Some of the sickest patients that hospitals treat are dying unnecessarily because they receive poor care, blighted by shortages of staff and equipment, a new NHS inquiry has revealed.
A death rate of one in three among inpatients who need emergency help with breathing is already high by international standards, and is getting worse.
The analysis by the National Confidential Enquiry into Patient Outcome and Death of NHS services for the 50,000 patients a year who receive emergency oxygen treatment uncovered a series of major flaws in the care they received. It described its findings as “shocking”.
The growing numbers of patients who receive non-invasive intervention (NIV) – oxygen through a face mask – usually have chronic obstructive pulmonary disease, pneumonia or other conditions which mean they cannot breathe unaided. Despite their lives being at risk, the vast majority receive sub-standard care, according to an in-depth examination of 353 patients during February and March.
“The care of these patients was rated as less than good in four out of five cases.
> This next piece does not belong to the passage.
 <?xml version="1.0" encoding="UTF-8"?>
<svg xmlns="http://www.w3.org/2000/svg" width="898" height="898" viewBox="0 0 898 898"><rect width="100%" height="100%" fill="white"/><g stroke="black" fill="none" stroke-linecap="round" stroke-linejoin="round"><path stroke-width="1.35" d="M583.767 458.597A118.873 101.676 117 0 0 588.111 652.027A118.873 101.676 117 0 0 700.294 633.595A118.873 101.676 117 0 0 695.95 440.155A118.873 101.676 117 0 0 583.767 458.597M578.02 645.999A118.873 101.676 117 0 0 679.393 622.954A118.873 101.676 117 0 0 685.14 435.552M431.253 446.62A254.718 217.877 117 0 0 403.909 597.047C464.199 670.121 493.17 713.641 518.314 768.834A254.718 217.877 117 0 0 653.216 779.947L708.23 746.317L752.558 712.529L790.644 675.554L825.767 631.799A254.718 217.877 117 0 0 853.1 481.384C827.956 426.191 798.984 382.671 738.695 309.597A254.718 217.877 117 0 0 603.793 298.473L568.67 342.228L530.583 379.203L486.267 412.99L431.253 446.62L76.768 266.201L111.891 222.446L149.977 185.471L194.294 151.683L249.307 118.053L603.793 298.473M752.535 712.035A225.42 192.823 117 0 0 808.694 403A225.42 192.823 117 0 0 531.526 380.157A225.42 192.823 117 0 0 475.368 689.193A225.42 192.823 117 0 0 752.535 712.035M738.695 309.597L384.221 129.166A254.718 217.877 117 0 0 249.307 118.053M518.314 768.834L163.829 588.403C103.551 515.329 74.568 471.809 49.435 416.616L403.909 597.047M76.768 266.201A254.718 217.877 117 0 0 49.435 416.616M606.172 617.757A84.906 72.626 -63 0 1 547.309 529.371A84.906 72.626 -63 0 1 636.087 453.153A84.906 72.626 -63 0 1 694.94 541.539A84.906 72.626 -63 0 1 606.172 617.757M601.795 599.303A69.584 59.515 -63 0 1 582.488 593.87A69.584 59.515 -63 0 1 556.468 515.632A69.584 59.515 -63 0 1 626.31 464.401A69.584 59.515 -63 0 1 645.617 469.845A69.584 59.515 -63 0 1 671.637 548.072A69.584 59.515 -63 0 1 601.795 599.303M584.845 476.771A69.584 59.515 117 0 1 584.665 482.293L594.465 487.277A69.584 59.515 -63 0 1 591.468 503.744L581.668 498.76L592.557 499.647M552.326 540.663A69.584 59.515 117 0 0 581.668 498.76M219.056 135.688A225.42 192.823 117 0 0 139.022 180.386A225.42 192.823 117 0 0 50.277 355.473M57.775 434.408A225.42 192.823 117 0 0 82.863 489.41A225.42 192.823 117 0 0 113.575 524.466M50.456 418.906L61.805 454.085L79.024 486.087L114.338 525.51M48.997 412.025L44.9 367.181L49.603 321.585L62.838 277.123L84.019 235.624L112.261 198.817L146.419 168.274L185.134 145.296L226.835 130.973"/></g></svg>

The mortality rate was high: more than one in three patients died,” the inquiry found. “Supervision of care and patient monitoring were commonly inadequate. Case selection for NIV was often inappropriate and treatment was frequently delayed due to a combination of service organisation and a failure to recognise that NIV was needed.” In addition, investigators found from examining case notes that “the quality of medical care provided was often poor. This poor care included both non-ventilator treatment and ventilation management, which were frequently inappropriate”.